Pour tous les autres, ça va très bien.
Il me faut donc trouver maintenant un solvant me permettant de séparer les derniers pics, ça ne me dérange pas de valider deux méthodes si c'est juste une question d'éluant.
Aujourd'hui j'essaye de pousser avec une solution de H2SO4 à pH 4 mais ça me crée un gros front tailing donc j'en déduis qu'il n'y a pas assez d'ions H+ pour bien entraîner mes molécules à séparer.
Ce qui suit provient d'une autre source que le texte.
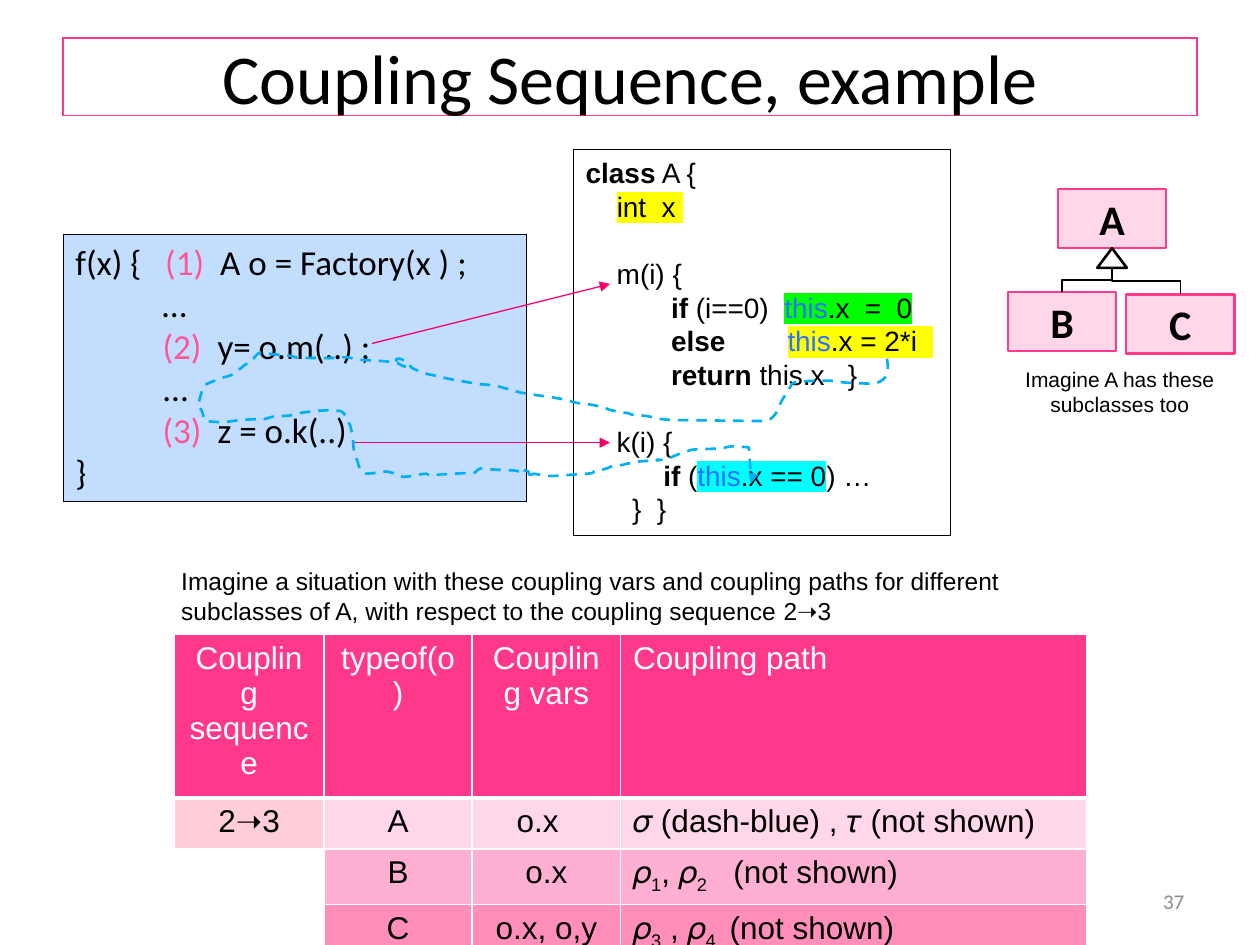
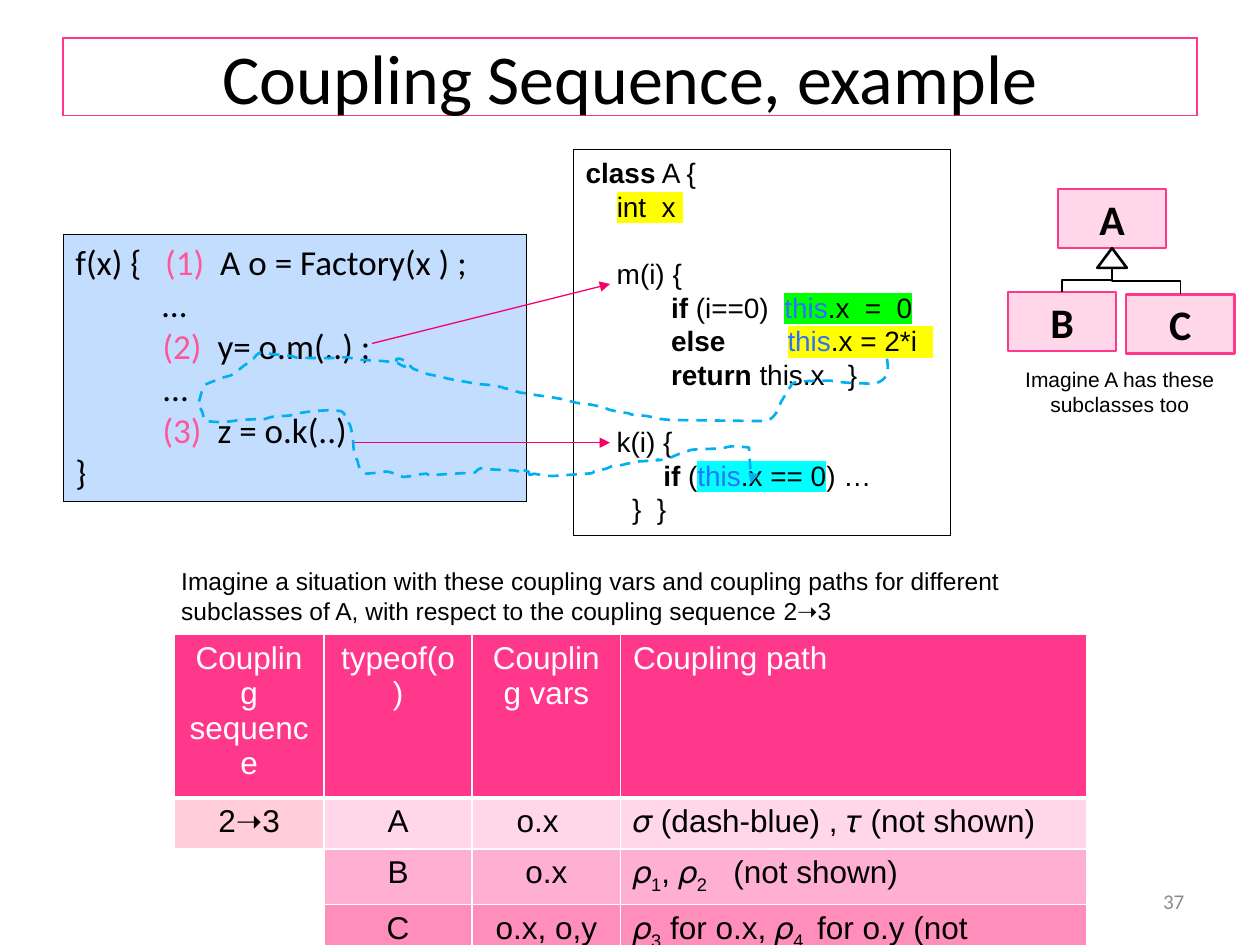
Before and after one commit to wooshrow/b3stv, a slide deck: slide 37 of slides/dfbt.pptx. Drawn at 1260x945 pixels with LibreOffice and Linux fonts; fonts in the diff are those of the drawing. Boxes give left, top, right and bottom in pixels: in the first picture for what was removed or moved away, otherwise in the second. Text is boxed around its words. In the diff, an @@ line names an element or a change of style, - is before the commit and + after.

```diff
--- a/slides/dfbt.pptx
+++ b/slides/dfbt.pptx
@@ table at (x1=174, y1=634, x2=1087, y2=945) @@
-row 4, column 4: 𝜌3 , 𝜌4 (not shown)
+row 4, column 4: 𝜌3 for o.x, 𝜌4 for o.y (not shown)
```
Also in this commit, not shown: 4 other slides changed, 3 other files.

Vous auriez une idée d'un tampon ou d'une solution que je pourrais utiliser pour éluer tout ça ? j'ai pensé à utiliser un ion avec une "force élutante" si on peut dire ça en chromato ionique moins puissante que le H+ mais j'avoue manquer grandement de compétence là. Sachant qu'il faut que ma ligne de base reste correcte (pour le calcul des LODectection et LOQuantification) puisque certains acides organiques ont une réponse un peu faiblarde en UV.
Merci d'avance pour vos réponses !!
Adrien.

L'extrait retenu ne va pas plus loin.